Beyle

Chambers's Encyclopaedia, Volume 2: Beaugency to Cataract, p. 113

Beyle, MARIE-HENRI, a French author, better known by his nom de plume, 'Stendhal,' born at Grenoble, 1783, was painter, government-clerk, soldier, and merchant by turns, and accompanied the fatal Russian campaign of 1812. After some years' residence in Milan, he returned in 1821 to Paris, where he acquired a high reputation as a littérateur.

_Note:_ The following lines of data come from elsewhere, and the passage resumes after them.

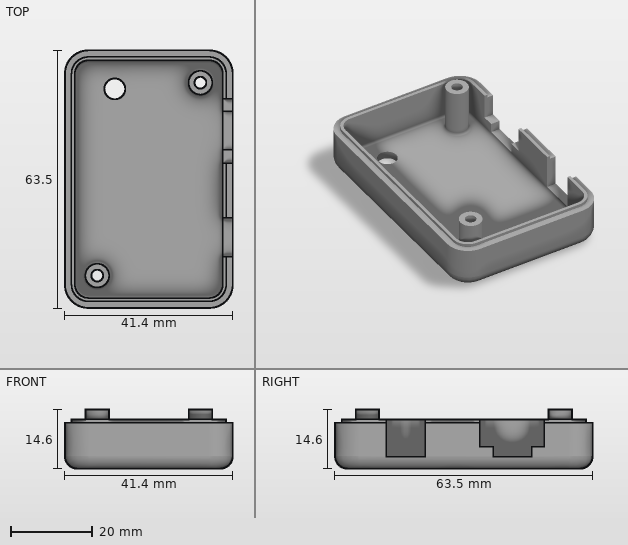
import cadquery as cq

width = 41.4
length = 63.5
total_height = 14.6
rim_height = 11.35
corner_radius = 5.85
bottom_fillet = 3.2

wall = 2.5
floor_thickness = 2.05
floor_fillet = 0.65
lip_inset = 1.65
lip_height = 0.8
lip_top = rim_height + lip_height

post_diameter = 5.85
post_bore = 2.85
post_fillet = 0.65
post_places = [(-12.7, -23.75), (12.7, 23.75)]
opening_diameter = 5.1
opening_place = (-8.4, 22.2)

notches = [
    (3.95, 19.8, 5.45),
    (7.25, 16.7, 3.0),
    (-19.05, -9.5, 3.0),
]


def rounded_block(inset, bottom, top):
    """Body outline moved inward by inset, spanning two heights."""
    return (
        cq.Workplane("XY", origin=(0, 0, bottom))
        .rect(width - 2 * inset, length - 2 * inset)
        .extrude(top - bottom)
        .edges("|Z")
        .fillet(corner_radius - inset)
    )


def make_tray():
    outside = rounded_block(0, 0, rim_height).faces("<Z").edges().fillet(bottom_fillet)
    lip = rounded_block(lip_inset, floor_thickness, lip_top)
    cavity = rounded_block(wall, floor_thickness, lip_top)
    cavity = cavity.faces("<Z").edges().fillet(floor_fillet)
    return outside.union(lip).cut(cavity)


def notch_cutter(low_y, high_y, sill):
    """Box through the +X wall, open at the top."""
    return cq.Workplane("XY").box(
        2 * wall, high_y - low_y, lip_top - sill, centered=(True, False, False)
    ).translate((width / 2, low_y, sill))


def make_post(place):
    """Post standing on the floor, with a flared foot."""
    post_radius = post_diameter / 2
    foot_radius = post_radius + post_fillet
    fillet_mid = post_fillet * (1 - 0.5 ** 0.5)
    return (
        cq.Workplane("XZ")
        .lineTo(foot_radius, 0)
        .lineTo(foot_radius, floor_thickness)
        .threePointArc(
            (post_radius + fillet_mid, floor_thickness + fillet_mid),
            (post_radius, floor_thickness + post_fillet),
        )
        .lineTo(post_radius, total_height)
        .lineTo(0, total_height)
        .close()
        .revolve(360, (0, 0, 0), (0, 1, 0))
        .translate((*place, 0))
    )


result = make_tray()

for notch in notches:
    result = result.cut(notch_cutter(*notch))

for post_place in post_places:
    result = result.union(make_post(post_place))

post_bores = cq.Workplane("XY").pushPoints(post_places).circle(post_bore / 2).extrude(total_height)
opening = cq.Workplane("XY").center(*opening_place).circle(opening_diameter / 2).extrude(floor_thickness)
result = result.cut(post_bores).cut(opening)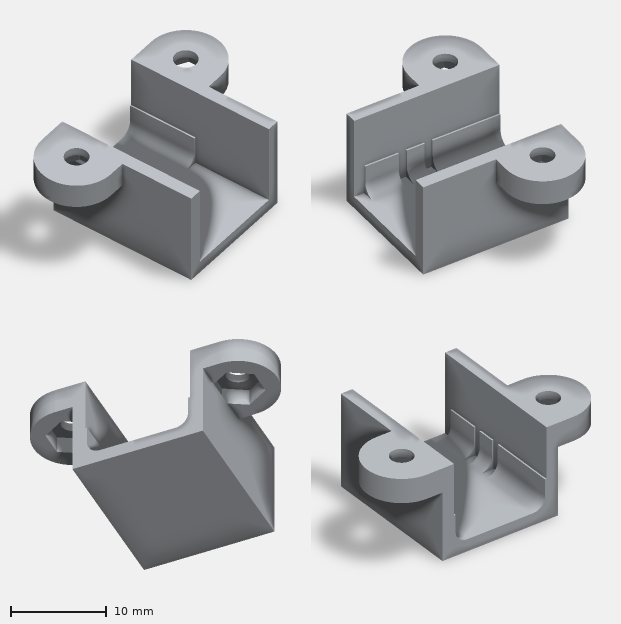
import cadquery as cq
import math

body_length = 18.0
body_width = 15.0
body_height = 11.5
wall = 1.5
inner_half_width = body_width / 2 - wall

ear_width = 9.0
ear_thickness = 3.0
ear_radius = ear_width / 2
ear_center_x = ear_radius
ear_center_y = 9.5

hole_diameter = 2.7
nut_across_flats = 5.0
nut_across_corners = nut_across_flats / math.cos(math.radians(30))
nut_pocket_depth = 2.0

pad_thickness = 0.2
pad_top = 5.1
pad_fillet = 1.5
long_pad = (0.0, 8.4)
short_pad = (9.4, 11.6)
end_pad = (12.6, 16.75)
pads = [(1, long_pad), (-1, long_pad), (-1, short_pad), (-1, end_pad)]


def make_channel():
    """U-shaped channel, centred on Y with its underside at Z = 0."""
    block = cq.Workplane("XY").box(body_length, body_width, body_height, centered=(False, True, False))
    cavity = (
        cq.Workplane("XY", origin=(0, 0, wall))
        .box(body_length, 2 * inner_half_width, body_height - wall, centered=(False, True, False))
    )
    return block.cut(cavity)


def make_ear(side):
    """Round-ended ear; side is +1 or -1 along Y."""
    center_y = side * ear_center_y
    root_y = side * inner_half_width
    return (
        cq.Workplane("XY", origin=(0, 0, body_height - ear_thickness))
        .moveTo(0, root_y)
        .lineTo(0, center_y)
        .threePointArc((ear_center_x, center_y + side * ear_radius), (ear_width, center_y))
        .lineTo(ear_width, root_y)
        .close()
        .extrude(ear_thickness)
    )


def make_screw_cutter(side):
    """Through hole and nut pocket of one ear; two pocket flats lie parallel to X."""
    underside = cq.Workplane("XY", origin=(ear_center_x, side * ear_center_y, body_height - ear_thickness))
    hole = underside.circle(hole_diameter / 2).extrude(ear_thickness)
    nut_pocket = underside.polygon(6, nut_across_corners).extrude(nut_pocket_depth)
    return hole.union(nut_pocket)


def make_pad(side, x_range):
    """Corner pad spanning x_range on the wall of one side (+1 or -1 along Y)."""
    x_start, x_end = x_range
    wall_y = side * inner_half_width
    face_y = side * (inner_half_width - pad_thickness)
    toe_y = face_y - side * pad_fillet
    return (
        cq.Workplane("YZ", origin=(x_start, 0, 0))
        .moveTo(wall_y, wall)
        .lineTo(wall_y, pad_top)
        .lineTo(face_y, pad_top)
        .lineTo(face_y, wall + pad_fillet)
        .radiusArc((toe_y, wall), side * pad_fillet)
        .close()
        .extrude(x_end - x_start)
    )


result = make_channel()
for ear_side in (1, -1):
    result = result.union(make_ear(ear_side)).cut(make_screw_cutter(ear_side))
for pad_side, pad_range in pads:
    result = result.union(make_pad(pad_side, pad_range))

He was consul at Trieste and Civita Vecchia from 1830 to 1841, and died at Paris, March 23, 1842. Stendhal's keen powers of criticism and psychological analysis give greater value to his works on art and music than to his romances, although the same piquant style, brilliant wit, and wide knowledge of the world, appear in all his writings. His defects are a morbid straining after originality, and an ostentatious cynicism and contempt for moral sentiment. His best novels, which all lack consistency of plot, are Le Rouge et le Noir (1830) and La Chartreuse de Parme (1839). His principal critical works are Histoire de la Peinture en Italie (1817); De l'Amour (1822); Racine et Shakespeare (1823), which greatly aided the cause of romanticism; Vie de Rossini (1824); and Promenades dans Rome (1829).—See Paton's Henry Beyle (1874), and E. Rod's Stendhal (Paris, 1892).